#### [Problem details]
Report every line below that holds the word "Space".

──────

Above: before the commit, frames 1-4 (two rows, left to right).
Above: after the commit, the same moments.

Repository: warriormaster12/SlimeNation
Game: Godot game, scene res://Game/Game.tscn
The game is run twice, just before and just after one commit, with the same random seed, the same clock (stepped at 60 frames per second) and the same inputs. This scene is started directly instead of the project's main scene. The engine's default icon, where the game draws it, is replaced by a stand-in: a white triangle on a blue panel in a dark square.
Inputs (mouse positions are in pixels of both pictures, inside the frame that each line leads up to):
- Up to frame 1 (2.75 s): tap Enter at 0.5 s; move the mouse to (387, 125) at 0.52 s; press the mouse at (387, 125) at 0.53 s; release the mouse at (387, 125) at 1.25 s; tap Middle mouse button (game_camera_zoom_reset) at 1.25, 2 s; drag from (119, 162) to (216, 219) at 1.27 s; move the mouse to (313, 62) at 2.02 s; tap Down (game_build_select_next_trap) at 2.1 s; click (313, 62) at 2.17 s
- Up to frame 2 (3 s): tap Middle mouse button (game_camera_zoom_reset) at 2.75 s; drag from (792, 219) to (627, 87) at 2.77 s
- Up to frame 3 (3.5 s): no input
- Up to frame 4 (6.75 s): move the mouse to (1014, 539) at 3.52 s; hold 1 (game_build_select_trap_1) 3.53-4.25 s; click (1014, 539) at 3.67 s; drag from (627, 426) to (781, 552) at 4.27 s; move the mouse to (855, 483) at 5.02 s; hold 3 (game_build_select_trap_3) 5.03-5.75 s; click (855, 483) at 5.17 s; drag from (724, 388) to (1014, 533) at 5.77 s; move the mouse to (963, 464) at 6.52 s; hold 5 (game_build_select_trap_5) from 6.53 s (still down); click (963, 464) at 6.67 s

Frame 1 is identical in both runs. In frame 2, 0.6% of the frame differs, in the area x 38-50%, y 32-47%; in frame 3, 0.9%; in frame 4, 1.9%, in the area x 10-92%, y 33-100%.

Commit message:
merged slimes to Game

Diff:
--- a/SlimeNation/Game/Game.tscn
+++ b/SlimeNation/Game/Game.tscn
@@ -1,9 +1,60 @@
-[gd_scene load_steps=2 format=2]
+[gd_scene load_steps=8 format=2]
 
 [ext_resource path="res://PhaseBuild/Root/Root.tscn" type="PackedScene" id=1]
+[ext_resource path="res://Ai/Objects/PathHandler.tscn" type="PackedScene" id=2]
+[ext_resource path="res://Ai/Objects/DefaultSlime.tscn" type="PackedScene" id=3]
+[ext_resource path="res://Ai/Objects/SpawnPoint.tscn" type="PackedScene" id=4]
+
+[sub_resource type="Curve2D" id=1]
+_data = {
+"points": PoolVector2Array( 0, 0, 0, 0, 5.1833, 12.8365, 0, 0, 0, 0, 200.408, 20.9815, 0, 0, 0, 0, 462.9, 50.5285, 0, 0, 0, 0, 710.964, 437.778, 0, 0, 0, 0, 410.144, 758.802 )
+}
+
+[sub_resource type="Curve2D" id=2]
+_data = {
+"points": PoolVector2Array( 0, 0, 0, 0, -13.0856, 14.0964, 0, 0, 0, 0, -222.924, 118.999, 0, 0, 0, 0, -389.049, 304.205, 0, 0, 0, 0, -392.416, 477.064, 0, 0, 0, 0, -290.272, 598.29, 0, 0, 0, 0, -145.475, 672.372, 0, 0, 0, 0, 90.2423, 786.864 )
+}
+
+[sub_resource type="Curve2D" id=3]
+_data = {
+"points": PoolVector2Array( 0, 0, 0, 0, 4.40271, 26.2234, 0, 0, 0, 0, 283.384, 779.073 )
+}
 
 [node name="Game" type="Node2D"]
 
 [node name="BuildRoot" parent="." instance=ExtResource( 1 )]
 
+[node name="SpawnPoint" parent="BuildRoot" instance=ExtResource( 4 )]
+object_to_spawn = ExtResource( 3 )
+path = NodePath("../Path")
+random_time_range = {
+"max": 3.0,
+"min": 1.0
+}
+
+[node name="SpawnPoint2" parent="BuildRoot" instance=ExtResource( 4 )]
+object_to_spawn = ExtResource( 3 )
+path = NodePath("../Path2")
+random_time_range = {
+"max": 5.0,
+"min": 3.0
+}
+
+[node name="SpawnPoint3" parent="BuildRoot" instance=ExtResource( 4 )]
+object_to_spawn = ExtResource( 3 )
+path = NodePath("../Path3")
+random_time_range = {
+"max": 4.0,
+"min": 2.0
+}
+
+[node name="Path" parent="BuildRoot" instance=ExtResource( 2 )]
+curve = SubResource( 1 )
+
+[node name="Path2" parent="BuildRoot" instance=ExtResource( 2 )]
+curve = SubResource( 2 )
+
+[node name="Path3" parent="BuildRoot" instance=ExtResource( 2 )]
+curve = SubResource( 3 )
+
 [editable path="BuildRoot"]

──────

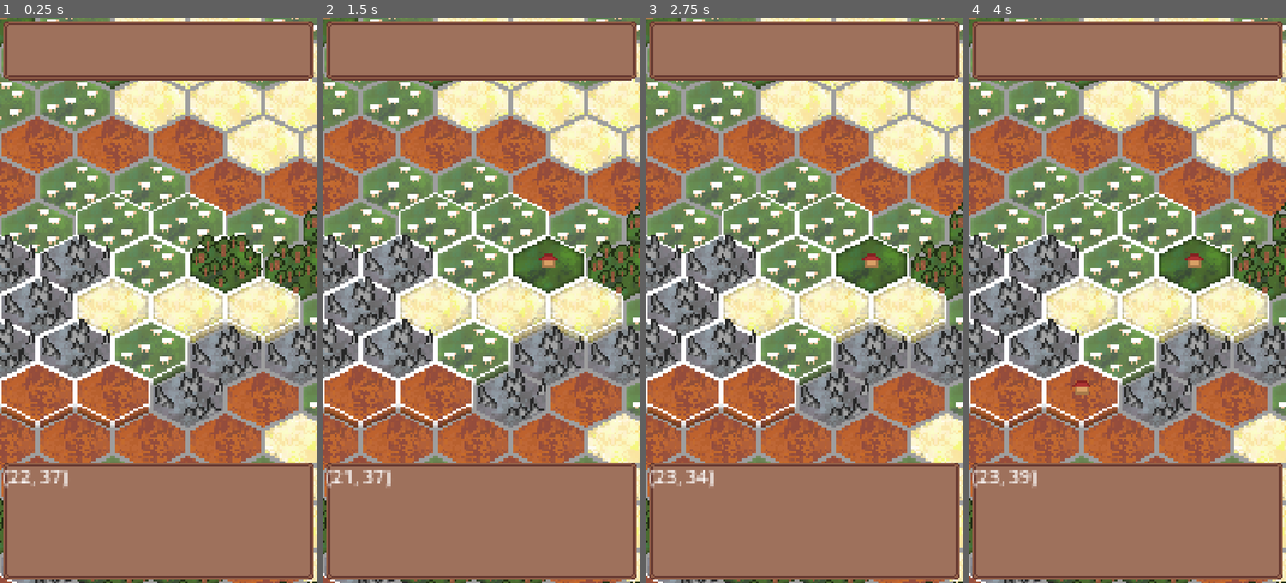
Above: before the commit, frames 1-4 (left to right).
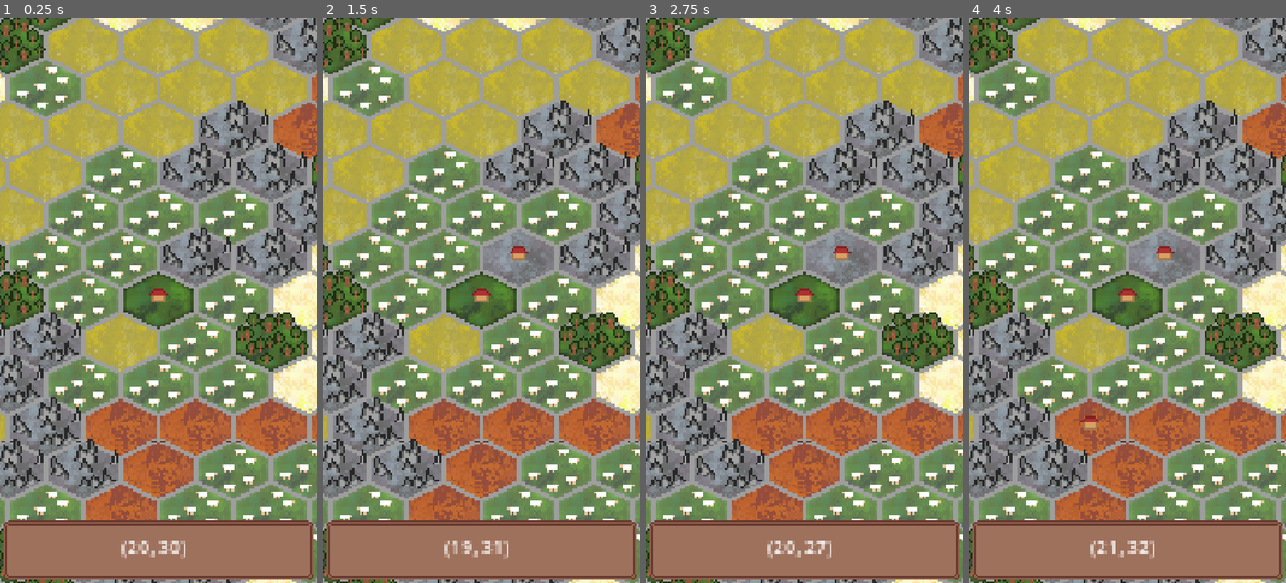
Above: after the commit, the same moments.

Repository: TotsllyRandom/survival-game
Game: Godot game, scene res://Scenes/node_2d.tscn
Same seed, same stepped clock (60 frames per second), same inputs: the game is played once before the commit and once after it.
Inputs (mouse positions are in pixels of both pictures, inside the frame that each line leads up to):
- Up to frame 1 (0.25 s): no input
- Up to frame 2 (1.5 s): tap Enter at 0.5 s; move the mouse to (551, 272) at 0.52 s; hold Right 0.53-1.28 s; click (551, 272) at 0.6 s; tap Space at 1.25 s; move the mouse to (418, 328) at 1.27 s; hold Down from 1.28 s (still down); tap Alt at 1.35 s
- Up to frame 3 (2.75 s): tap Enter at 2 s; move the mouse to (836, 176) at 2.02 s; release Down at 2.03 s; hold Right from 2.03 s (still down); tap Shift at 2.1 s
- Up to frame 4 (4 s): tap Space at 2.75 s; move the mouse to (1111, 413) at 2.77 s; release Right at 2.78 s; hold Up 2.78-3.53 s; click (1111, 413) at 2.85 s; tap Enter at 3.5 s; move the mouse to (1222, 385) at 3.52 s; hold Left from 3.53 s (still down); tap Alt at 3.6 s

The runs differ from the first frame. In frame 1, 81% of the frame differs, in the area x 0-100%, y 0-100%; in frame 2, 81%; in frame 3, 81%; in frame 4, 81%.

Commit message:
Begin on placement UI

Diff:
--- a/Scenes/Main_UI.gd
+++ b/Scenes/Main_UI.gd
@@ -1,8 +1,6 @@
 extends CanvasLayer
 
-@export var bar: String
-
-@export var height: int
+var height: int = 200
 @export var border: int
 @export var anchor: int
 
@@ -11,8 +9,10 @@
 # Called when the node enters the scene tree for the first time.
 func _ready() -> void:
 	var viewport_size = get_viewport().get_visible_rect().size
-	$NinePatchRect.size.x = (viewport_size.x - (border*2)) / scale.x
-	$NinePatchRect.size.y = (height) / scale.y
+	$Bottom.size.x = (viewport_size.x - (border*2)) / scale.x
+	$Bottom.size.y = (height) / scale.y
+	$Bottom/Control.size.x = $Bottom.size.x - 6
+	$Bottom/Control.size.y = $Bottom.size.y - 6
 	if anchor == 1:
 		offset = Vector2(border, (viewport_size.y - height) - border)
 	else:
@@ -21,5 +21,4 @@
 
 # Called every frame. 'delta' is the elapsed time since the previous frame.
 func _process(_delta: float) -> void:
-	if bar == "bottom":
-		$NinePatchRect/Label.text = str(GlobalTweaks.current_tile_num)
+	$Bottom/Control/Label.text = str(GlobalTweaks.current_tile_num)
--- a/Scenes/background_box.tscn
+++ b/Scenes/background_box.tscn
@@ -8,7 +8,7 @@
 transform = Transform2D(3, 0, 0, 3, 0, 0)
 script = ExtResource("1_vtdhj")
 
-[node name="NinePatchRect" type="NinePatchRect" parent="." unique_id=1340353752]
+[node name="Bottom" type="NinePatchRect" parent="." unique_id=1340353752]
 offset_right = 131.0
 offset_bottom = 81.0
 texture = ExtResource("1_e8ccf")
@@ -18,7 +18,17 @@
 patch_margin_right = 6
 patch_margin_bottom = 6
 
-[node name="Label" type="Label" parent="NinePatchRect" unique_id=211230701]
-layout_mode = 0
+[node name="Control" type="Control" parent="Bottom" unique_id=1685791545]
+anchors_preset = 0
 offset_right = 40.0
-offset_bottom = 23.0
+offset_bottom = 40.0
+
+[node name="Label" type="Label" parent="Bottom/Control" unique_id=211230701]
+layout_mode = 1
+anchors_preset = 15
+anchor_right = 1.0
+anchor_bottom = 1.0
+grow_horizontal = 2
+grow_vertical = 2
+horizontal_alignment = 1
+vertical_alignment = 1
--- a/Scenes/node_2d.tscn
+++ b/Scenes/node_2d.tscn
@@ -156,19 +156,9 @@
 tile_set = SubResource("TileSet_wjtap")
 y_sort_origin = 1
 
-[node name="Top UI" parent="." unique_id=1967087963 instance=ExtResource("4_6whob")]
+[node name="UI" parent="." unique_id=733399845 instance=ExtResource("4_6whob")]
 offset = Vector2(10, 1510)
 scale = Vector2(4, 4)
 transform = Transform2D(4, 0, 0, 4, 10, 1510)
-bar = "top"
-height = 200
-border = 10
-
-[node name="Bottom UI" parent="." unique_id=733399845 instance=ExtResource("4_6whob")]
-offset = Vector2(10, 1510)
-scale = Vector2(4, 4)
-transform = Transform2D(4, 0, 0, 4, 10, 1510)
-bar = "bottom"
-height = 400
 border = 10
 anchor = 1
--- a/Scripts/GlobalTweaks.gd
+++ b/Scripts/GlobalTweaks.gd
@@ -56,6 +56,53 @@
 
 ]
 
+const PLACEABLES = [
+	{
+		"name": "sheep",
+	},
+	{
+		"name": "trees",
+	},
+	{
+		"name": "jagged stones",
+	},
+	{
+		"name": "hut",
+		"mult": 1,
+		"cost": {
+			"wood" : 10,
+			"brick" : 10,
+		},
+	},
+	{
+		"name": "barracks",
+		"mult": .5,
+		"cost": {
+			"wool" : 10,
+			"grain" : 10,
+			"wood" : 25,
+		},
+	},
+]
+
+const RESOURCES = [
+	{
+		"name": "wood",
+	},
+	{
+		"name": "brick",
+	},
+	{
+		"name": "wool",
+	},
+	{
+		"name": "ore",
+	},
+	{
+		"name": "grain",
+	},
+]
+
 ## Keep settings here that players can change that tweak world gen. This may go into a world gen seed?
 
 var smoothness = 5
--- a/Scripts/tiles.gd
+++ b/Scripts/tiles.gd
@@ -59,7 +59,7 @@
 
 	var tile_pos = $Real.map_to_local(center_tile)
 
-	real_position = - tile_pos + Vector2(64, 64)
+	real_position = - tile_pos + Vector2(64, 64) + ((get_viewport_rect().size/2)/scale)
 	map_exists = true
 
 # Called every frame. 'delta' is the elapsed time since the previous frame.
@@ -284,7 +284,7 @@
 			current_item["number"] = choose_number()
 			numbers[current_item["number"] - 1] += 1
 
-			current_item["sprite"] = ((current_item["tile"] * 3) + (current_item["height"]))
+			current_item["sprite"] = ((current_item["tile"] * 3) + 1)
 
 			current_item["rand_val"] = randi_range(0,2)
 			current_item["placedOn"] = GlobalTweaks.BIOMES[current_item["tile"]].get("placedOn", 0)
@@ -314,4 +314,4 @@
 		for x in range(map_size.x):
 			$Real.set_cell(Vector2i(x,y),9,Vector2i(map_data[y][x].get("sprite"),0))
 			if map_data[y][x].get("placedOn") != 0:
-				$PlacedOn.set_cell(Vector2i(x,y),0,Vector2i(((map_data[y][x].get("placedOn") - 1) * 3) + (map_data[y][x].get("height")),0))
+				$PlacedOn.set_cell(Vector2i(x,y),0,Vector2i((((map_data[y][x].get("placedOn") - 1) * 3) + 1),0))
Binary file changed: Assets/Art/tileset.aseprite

──────

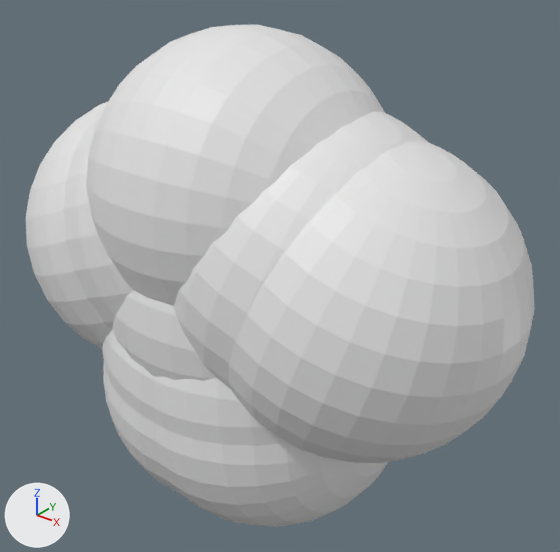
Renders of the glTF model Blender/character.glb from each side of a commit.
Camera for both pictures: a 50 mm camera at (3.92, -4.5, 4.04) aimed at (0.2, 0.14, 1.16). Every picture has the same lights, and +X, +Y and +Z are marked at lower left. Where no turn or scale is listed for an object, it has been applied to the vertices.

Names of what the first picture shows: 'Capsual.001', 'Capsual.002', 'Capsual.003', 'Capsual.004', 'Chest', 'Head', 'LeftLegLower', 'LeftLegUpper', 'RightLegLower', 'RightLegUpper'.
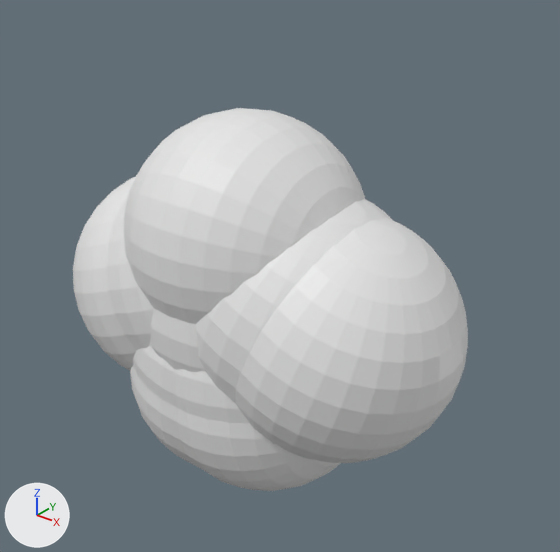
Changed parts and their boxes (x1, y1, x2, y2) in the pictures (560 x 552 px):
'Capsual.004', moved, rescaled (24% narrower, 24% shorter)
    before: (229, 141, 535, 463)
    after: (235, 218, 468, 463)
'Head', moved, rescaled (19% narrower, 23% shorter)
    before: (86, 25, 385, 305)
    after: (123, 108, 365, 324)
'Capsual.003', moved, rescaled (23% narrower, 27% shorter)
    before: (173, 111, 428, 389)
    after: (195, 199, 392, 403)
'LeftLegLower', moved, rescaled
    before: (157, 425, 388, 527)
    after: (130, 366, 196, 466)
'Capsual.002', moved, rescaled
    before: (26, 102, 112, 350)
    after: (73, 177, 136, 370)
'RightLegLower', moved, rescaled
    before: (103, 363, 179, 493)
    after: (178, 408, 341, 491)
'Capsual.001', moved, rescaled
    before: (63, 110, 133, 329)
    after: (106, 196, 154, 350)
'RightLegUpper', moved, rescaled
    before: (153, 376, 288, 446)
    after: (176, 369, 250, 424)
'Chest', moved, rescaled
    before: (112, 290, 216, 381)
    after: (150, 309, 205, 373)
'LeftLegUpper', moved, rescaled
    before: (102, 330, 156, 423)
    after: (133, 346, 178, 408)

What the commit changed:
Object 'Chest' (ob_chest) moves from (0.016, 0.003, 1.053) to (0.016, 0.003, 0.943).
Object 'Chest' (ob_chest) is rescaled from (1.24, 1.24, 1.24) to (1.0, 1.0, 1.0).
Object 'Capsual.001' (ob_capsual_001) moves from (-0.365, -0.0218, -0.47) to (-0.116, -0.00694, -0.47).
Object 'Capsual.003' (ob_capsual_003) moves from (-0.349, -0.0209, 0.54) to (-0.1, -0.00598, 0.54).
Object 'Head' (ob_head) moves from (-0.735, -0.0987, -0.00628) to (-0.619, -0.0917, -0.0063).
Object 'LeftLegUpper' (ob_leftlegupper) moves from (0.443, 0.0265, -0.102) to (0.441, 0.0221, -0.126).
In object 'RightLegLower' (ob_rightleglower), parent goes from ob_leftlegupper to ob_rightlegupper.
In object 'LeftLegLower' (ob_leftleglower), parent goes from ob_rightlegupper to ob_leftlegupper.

──────

#### [Solved problem]
- Up to frame 2 (1.5 s): tap Enter at 0.5 s; move the mouse to (551, 272) at 0.52 s; hold Right 0.53-1.28 s; click (551, 272) at 0.6 s; tap Space at 1.25 s; move the mouse to (418, 328) at 1.27 s; hold Down from 1.28 s (still down); tap Alt at 1.35 s
- Up to frame 4 (4 s): tap Space at 2.75 s; move the mouse to (1111, 413) at 2.77 s; release Right at 2.78 s; hold Up 2.78-3.53 s; click (1111, 413) at 2.85 s; tap Enter at 3.5 s; move the mouse to (1222, 385) at 3.52 s; hold Left from 3.53 s (still down); tap Alt at 3.6 s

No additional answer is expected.